So far, all we know about \(M\) is that it is the midpoint of \(AB\). This information can be written in the language of vectors: \(\overrightarrow{AM}=\overrightarrow{MB}\). Since \(\overrightarrow{AM}+\overrightarrow{MB}=\overrightarrow{AB}\) we get \(\overrightarrow{AM}=\frac12\overrightarrow{AB}\). We have \(\overrightarrow{AB}=\langle -4,-1,-3\rangle\), hence \(\overrightarrow{AM}=\left\langle -2,\frac{-1}2,\frac{-3}2\right\rangle\). We now have \[\overrightarrow{OM}=\overrightarrow{OA}+\overrightarrow{AM}=\langle 1,5,2\rangle+\left\langle -2,\frac{-1}2,\frac{-3}2\right\rangle=\left\langle -1,\frac{9}2,\frac{1}2\right\rangle.\] Therefore \[\overrightarrow{CM}=\overrightarrow{OM}-\overrightarrow{OC}=\left\langle -1,\frac92,\frac12\right\rangle-\langle0,-2,1\rangle=\left\langle -1,\frac{13}2, -\frac12\right\rangle.\]

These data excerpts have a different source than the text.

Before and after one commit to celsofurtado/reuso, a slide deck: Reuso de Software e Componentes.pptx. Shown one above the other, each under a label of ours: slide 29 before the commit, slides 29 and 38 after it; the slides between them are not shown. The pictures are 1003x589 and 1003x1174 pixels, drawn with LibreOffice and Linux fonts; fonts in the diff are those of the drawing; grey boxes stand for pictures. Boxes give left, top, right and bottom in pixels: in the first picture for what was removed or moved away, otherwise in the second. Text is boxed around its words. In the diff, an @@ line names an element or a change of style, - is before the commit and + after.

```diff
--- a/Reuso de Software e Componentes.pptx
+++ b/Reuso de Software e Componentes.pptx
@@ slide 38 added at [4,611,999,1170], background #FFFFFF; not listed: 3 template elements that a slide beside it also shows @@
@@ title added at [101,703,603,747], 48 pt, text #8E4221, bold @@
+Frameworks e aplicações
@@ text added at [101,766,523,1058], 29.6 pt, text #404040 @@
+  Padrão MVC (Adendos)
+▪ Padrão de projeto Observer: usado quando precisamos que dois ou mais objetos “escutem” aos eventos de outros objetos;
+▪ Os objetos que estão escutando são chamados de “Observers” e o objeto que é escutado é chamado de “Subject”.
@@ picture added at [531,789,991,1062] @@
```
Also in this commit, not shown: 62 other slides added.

We can now find the required dot product: \[\overrightarrow{AB}\cdot\overrightarrow{CM}=\langle-4,-1,-3\rangle\cdot \left\langle -1,\frac{13}2,-\frac12\right\rangle= 4-\frac{13}2+\frac{3}2=\frac{8-13+3}2=-1.\]

The points \(A\), \(B\), \(E\), and \(F\) belong to a plane if and only if \(\left[\overrightarrow{AB},\overrightarrow{AE},\overrightarrow{AF}\right]=0\). This follows from the fact that \(\left|\left[\overrightarrow{AB},\overrightarrow{AE},\overrightarrow{AF}\right]\right|\) represents the volume of the parallelepiped spanned by these three vectors. In order to determine the vectors \(\overrightarrow{AB}\), \(\overrightarrow{AE}\), \(\overrightarrow{AF}\) we denote by \(O\) the origin and notice that \(\overrightarrow{OA}=\langle 3,1,-2\rangle\), \(\overrightarrow{OB}=\langle -2,1,-5\rangle\), etc. Therefore \[\overrightarrow{AB}= \overrightarrow{OB}-\overrightarrow{OA}=\langle-2,1,-5\rangle-\langle3,1,-2\rangle=\langle -5,0,-3\rangle;\] \[\overrightarrow{AE}= \overrightarrow{OE}-\overrightarrow{OA}=\langle-4,0,1\rangle-\langle3,1,-2\rangle=\langle -7,-1,3\rangle;\] \[\overrightarrow{AF}= \overrightarrow{OE}-\overrightarrow{OA}=\langle6,0,7\rangle-\langle3,1,-2\rangle=\langle 3,-1,9\rangle.\] We now have: \[\left[\overrightarrow{AB},\overrightarrow{AE},\overrightarrow{AF}\right]=\mbox{det }\left| \begin{array}{ccc} -5&0&-3\newline -7&-1&3\newline 3&-1&9\end{array}\right|=(-5)\cdot \mbox{det }\left|\begin{array}{cc} -1&3\newline -1&9\end{array}\right| -0\cdot \mbox{det }\left|\begin{array}{cc} -7&3\newline 3&9\end{array}\right|+(-3)\cdot \mbox{det }\left|\begin{array}{cc}-7 & -1\newline 3&-1\end{array} \right|.\] This gives us: \[\left[\overrightarrow{AB},\overrightarrow{AE},\overrightarrow{AF}\right]= -5\cdot (-9+3)-3\cdot (7+3)=-5\cdot (-6)-3\cdot 10=0,\] hence the points \(A\), \(B\), \(E\), and \(F\) belong to a plane.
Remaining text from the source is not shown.